- [WORK TASK] Tally every line below where "parent" appears, then report the total alone.

- [EXTRACTED ENTRIES]

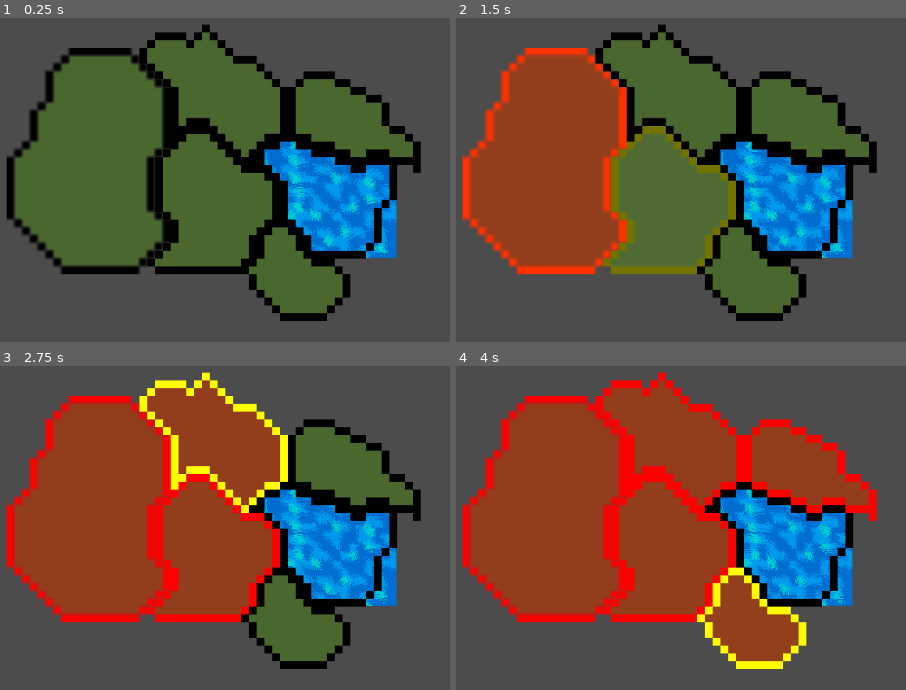
Above: before the commit, frames 1-4 (two rows, left to right).
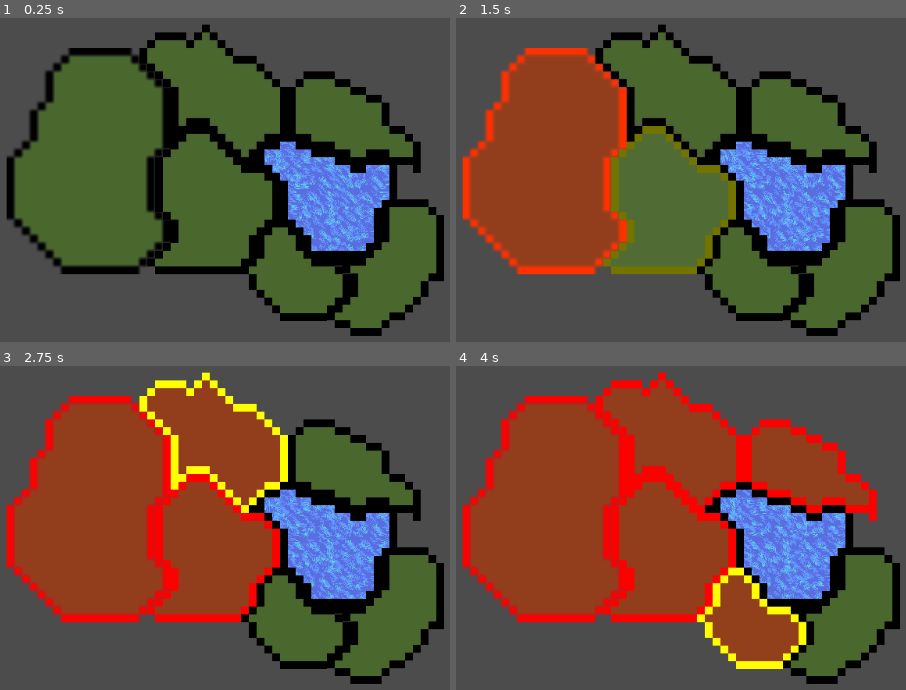
Above: after the commit, the same moments.

Repository: Raelr/StrategyGame
Game: Godot game, scene res://Scenes/World.tscn
Same seed, same stepped clock (60 frames per second), same inputs: the game is played once before the commit and once after it.
Inputs (mouse positions are in pixels of both pictures, inside the frame that each line leads up to):
- Up to frame 1 (0.25 s): no input
- Up to frame 2 (1.5 s): move the mouse to (546, 160) at 0.52 s; press the mouse at (546, 160) at 0.53 s; move the mouse to (667, 199) at 1.27 s; release the mouse at (667, 199) at 1.28 s; right-click (667, 199) at 1.35 s; click (667, 199) at 1.42 s
- Up to frame 3 (2.75 s): move the mouse to (216, 443) at 2.02 s; press the mouse at (216, 443) at 2.03 s
- Up to frame 4 (4 s): move the mouse to (811, 466) at 2.77 s; release the mouse at (811, 466) at 2.78 s; right-click (811, 466) at 2.85 s; click (811, 466) at 2.92 s; move the mouse to (753, 618) at 3.52 s; press the mouse at (753, 618) at 3.53 s

The runs differ from the first frame. In frame 1, 13% of the frame differs, in the area x 58-99%, y 37-99%; in frame 2, 13%; in frame 3, 13%; in frame 4, 13%.

Commit message:
Added another region around the lake

Diff:
--- a/Scenes/Water.tscn
+++ b/Scenes/Water.tscn
@@ -33,11 +33,11 @@
 
 [sub_resource type="ShaderMaterial" id=2]
 shader = SubResource( 1 )
-shader_param/tiled_factor = 1.0
+shader_param/tiled_factor = 2.5
 shader_param/aspect_ratio = 0.888774
 shader_param/uv_offset_scale = Vector2( 1, 1 )
-shader_param/wave_size = Vector2( 0.1, 0.1 )
-shader_param/time_scale = Vector2( 0.001, 0.01 )
+shader_param/wave_size = Vector2( 0.2, 0.2 )
+shader_param/time_scale = Vector2( 0.01, 0.01 )
 shader_param/uv_offset_texture = ExtResource( 3 )
 
 [node name="Water" type="Sprite"]
--- a/Scenes/World.tscn
+++ b/Scenes/World.tscn
@@ -18,11 +18,13 @@
 [ext_resource path="res://Sprites/Region5Overlay.png" type="Texture" id=16]
 [ext_resource path="res://Sprites/Region5Details.png" type="Texture" id=17]
 [ext_resource path="res://Sprites/Region5Outline.png" type="Texture" id=18]
+[ext_resource path="res://Sprites/Region6Overlay.png" type="Texture" id=19]
+[ext_resource path="res://Sprites/Region6Outline.png" type="Texture" id=20]
+[ext_resource path="res://Sprites/Region6Details.png" type="Texture" id=21]
 
 [node name="World" type="Node2D"]
 
 [node name="Water" parent="." instance=ExtResource( 11 )]
-modulate = Color( 0, 1, 0.929412, 1 )
 position = Vector2( 522.07, 295.284 )
 scale = Vector2( 1.06179, 0.943695 )
 z_index = -1
@@ -37,6 +39,9 @@
 
 [node name="Details" parent="WestRegion" index="0"]
 texture = ExtResource( 2 )
+
+[node name="Area2D" parent="WestRegion/Details" index="2" instance=ExtResource( 1 )]
+position = Vector2( 109.551, 28.056 )
 
 [node name="CollisionPolygon2D" parent="WestRegion" index="1"]
 visible = false
@@ -132,6 +137,28 @@
 visible = false
 polygon = PoolVector2Array( -13.977, 1.03326, -13.977, -0.929626, -12.0141, -0.951691, -11.9921, -2.95871, -10.0512, -2 …(690 unchanged characters)…
 
+[node name="SouthEastLakeRegion" parent="." instance=ExtResource( 1 )]
+position = Vector2( 536.145, 312.955 )
+region_details = ExtResource( 21 )
+region_outline = ExtResource( 20 )
+region_overlay = ExtResource( 19 )
+occupied_color = Color( 0, 0, 0, 0 )
+change_duration = 2.0
+
+[node name="Details" parent="SouthEastLakeRegion" index="0"]
+texture = ExtResource( 21 )
+
+[node name="Overlay" parent="SouthEastLakeRegion/Details" index="0"]
+modulate = Color( 0, 0, 0, 0 )
+texture = ExtResource( 19 )
+
+[node name="Outline" parent="SouthEastLakeRegion/Details" index="1"]
+texture = ExtResource( 20 )
+
+[node name="CollisionPolygon2D" parent="SouthEastLakeRegion" index="1"]
+visible = false
+polygon = PoolVector2Array( -14.9321, 13.5706, -14.9321, 11.6126, -12.9741, 11.5443, -12.9741, 9.56354, -11.0161, 9.51801, -10.9706, 7.53726, -9.08087, 7.5145, -9.03534, 1.57224, -11.0161, 1.5267, -11.0389, -2.43481, -4.98279, -2.45758, -4.98279, -4.43835, -3.00201, -4.50665, -2.97925, -6.46463, -0.975708, -6.44186, -1.03961, -15.4804, 0.963928, -15.5032, 0.986694, -17.4384, 11.0498, -17.484, 11.0726, -15.4577, 12.9623, -15.4121, 12.985, -13.4086, 14.9203, -13.4314, 15.0114, 3.55301, 10.9815, 3.53024, 11.027, 7.56006, 8.90967, 7.53729, 9.06909, 9.58636, 6.92902, 9.54095, 7.02008, 11.59, 5.03931, 11.6128, 5.08484, 13.6391, 1.03229, 13.5252, 1.07782, 15.597, -1.01678, 15.5743, -0.92572, 17.5551, -9.00812, 17.6006, -9.07642, 15.5515, -12.9924, 15.5743, -13.0835, 13.5252 )
+
 [node name="LakeOutline" type="Sprite" parent="."]
 modulate = Color( 0, 0, 0, 1 )
 position = Vector2( 520.153, 294.467 )
@@ -151,3 +178,5 @@
 [editable path="EastRegion"]
 
 [editable path="SouthLakeRegion"]
+
+[editable path="SouthEastLakeRegion"]
Not shown: 1 places in Scenes/World.tscn that only renumber resources
Binary file added: Sprites/Region6Details.png
Not shown, added: Sprites/Region6Details.png.import
Binary file added: Sprites/Region6Outline.png
Not shown, added: Sprites/Region6Outline.png.import
Binary file added: Sprites/Region6Overlay.png
Not shown, added: Sprites/Region6Overlay.png.import

- [ANSWER FOR THIS EXERCISE] 10